The mean or average prediction of the individual trees is used as output
for regression tasks.
rf_regression_model <- randomForest(avg_glucose_level~.,data = data_train,ntree = 1000,mtry = 5)
pred_test <- predict(rf_regression_model,data_test)
actuals_preds <- data.frame(cbind(actuals=data_test$avg_glucose_level, predicteds=pred_test))
head(actuals_preds)
## actuals predicteds
## 2 87.96 151.15280
## 3 110.89 89.30541
## 10 205.84 166.39514
## 11 77.08 90.70945
## 12 57.08 104.59448
## 15 95.04 101.60528
# Min-Max Accuracy Calculation
min_max_accuracy <- mean(apply(actuals_preds, 1, min) / apply(actuals_preds, 1, max))
min_max_accuracy
## [1] 0.8337048
# MAPE Calculation
mape <- mean(abs((actuals_preds$predicteds - actuals_preds$actuals))/actuals_preds$actuals)
mape
## [1] 0.2168683
svm_regression_model <- svm(avg_glucose_level~.,data = data_train)
pred_test <- predict(svm_regression_model,data_test)
actuals_preds <- data.frame(cbind(actuals=data_test$avg_glucose_level, predicteds=pred_test))
head(actuals_preds)
## actuals predicteds
## 2 87.96 135.16215
## 3 110.89 83.44734
## 10 205.84 184.80977
## 11 77.08 104.01751
## 12 57.08 102.74096
## 15 95.04 105.42116
# Min-Max Accuracy Calculation
min_max_accuracy <- mean(apply(actuals_preds, 1, min) / apply(actuals_preds, 1, max))
min_max_accuracy
## [1] 0.7793447
# MAPE Calculation
mape <- mean(abs((actuals_preds$predicteds - actuals_preds$actuals))/actuals_preds$actuals)
mape
## [1] 0.2720404
k means clustering algorithm identified two clusters.
One without stroke and one with around 30% occurrences of stroke.
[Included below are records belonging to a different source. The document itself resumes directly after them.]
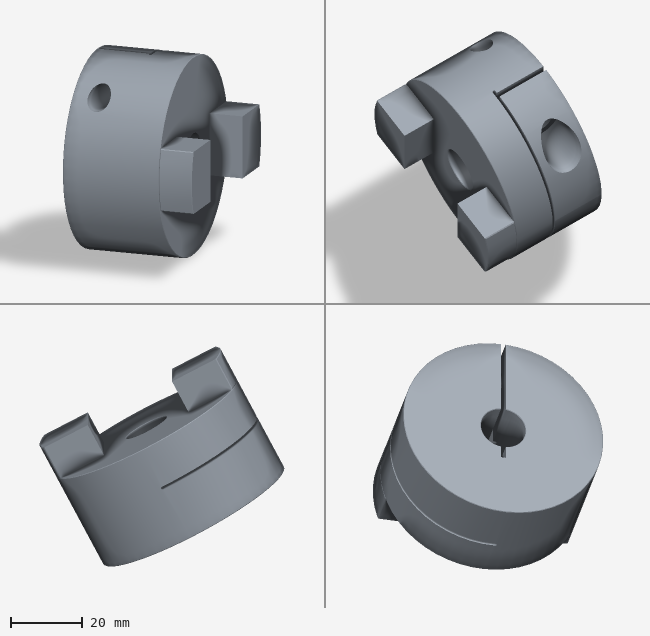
import cadquery as cq

outer_diameter = 57.15
hub_length = 28.4
bore_diameter = 12.75
edge_chamfer = 0.2

total_length = 38.2
jaw_width = 17.9
jaw_gap = 26.5
jaw_chamfer = 0.25

slit_width = 1.4
slit_bottom_z = -10.1
cross_slot_start = 15.65
cross_slot_width = 0.85
cross_slot_end_y = -1.85

screw_x = cross_slot_start / 2
screw_z = 20.0
screw_hole_diameter = 6.6
screw_head_diameter = 11.1
screw_seat_y = 10.0

outer_radius = outer_diameter / 2


def make_hub():
    """Disc along X with chamfered outer and bore edges."""
    disc = cq.Workplane("YZ").circle(outer_radius).circle(bore_diameter / 2).extrude(hub_length)
    return disc.faces("<X or >X").edges().chamfer(edge_chamfer)


def make_jaws():
    """Two opposite jaws whose outer faces follow the hub diameter, with chamfered borders."""
    length = total_length - hub_length
    plane = cq.Workplane("YZ", origin=(hub_length, 0, 0))
    bar = plane.rect(outer_diameter, jaw_width).extrude(length)
    bar = bar.intersect(plane.circle(outer_radius).extrude(length))
    bar = bar.faces("<Y or >Y").edges().chamfer(jaw_chamfer)
    return bar.cut(plane.rect(jaw_gap, outer_diameter).extrude(length))


def make_slit():
    """Slot from the rim through the bore, up to the cross slot."""
    slit_height = outer_radius - slit_bottom_z
    slit = cq.Workplane("XY").box(
        cross_slot_start, slit_width, slit_height, centered=(False, True, False)
    )
    return slit.translate((0, 0, slit_bottom_z))


def make_cross_slot():
    """Saw cut across the hub on the +Y side, full height, with a rounded end."""
    end_radius = cross_slot_width / 2
    round_center = (cross_slot_start + end_radius, cross_slot_end_y + end_radius)
    plane = cq.Workplane("XY", origin=(*round_center, -outer_radius))
    round_end = plane.circle(end_radius).extrude(outer_diameter)
    cut_length = outer_radius - round_center[1]
    cut = plane.center(0, cut_length / 2).rect(cross_slot_width, cut_length).extrude(outer_diameter)
    return cut.union(round_end)


def make_cylinder_along_y(diameter, start_y):
    """Screw-axis cylinder from start_y to the +Y rim."""
    plane = cq.Plane(origin=(screw_x, start_y, screw_z), xDir=(1, 0, 0), normal=(0, 1, 0))
    return cq.Workplane(plane).circle(diameter / 2).extrude(outer_radius - start_y)


result = (
    make_hub()
    .union(make_jaws())
    .cut(make_slit())
    .cut(make_cross_slot())
    .cut(make_cylinder_along_y(screw_hole_diameter, -outer_radius))
    .cut(make_cylinder_along_y(screw_head_diameter, screw_seat_y))
)

We can observe that clusters without stroke have
- lower average blood glucose level
- lower hypertension
- lower smoking rate
- lower bmi
- lower age
We experimented with 3 classifier algorithms (Random Forest
Classifier, Support Vector Classifier, Naive Bayes Classifier) to
predict if a patient will get stroke or not.
Random Forest Classifier performed the best with accuracy >95%,
with very low false positives and false negatives.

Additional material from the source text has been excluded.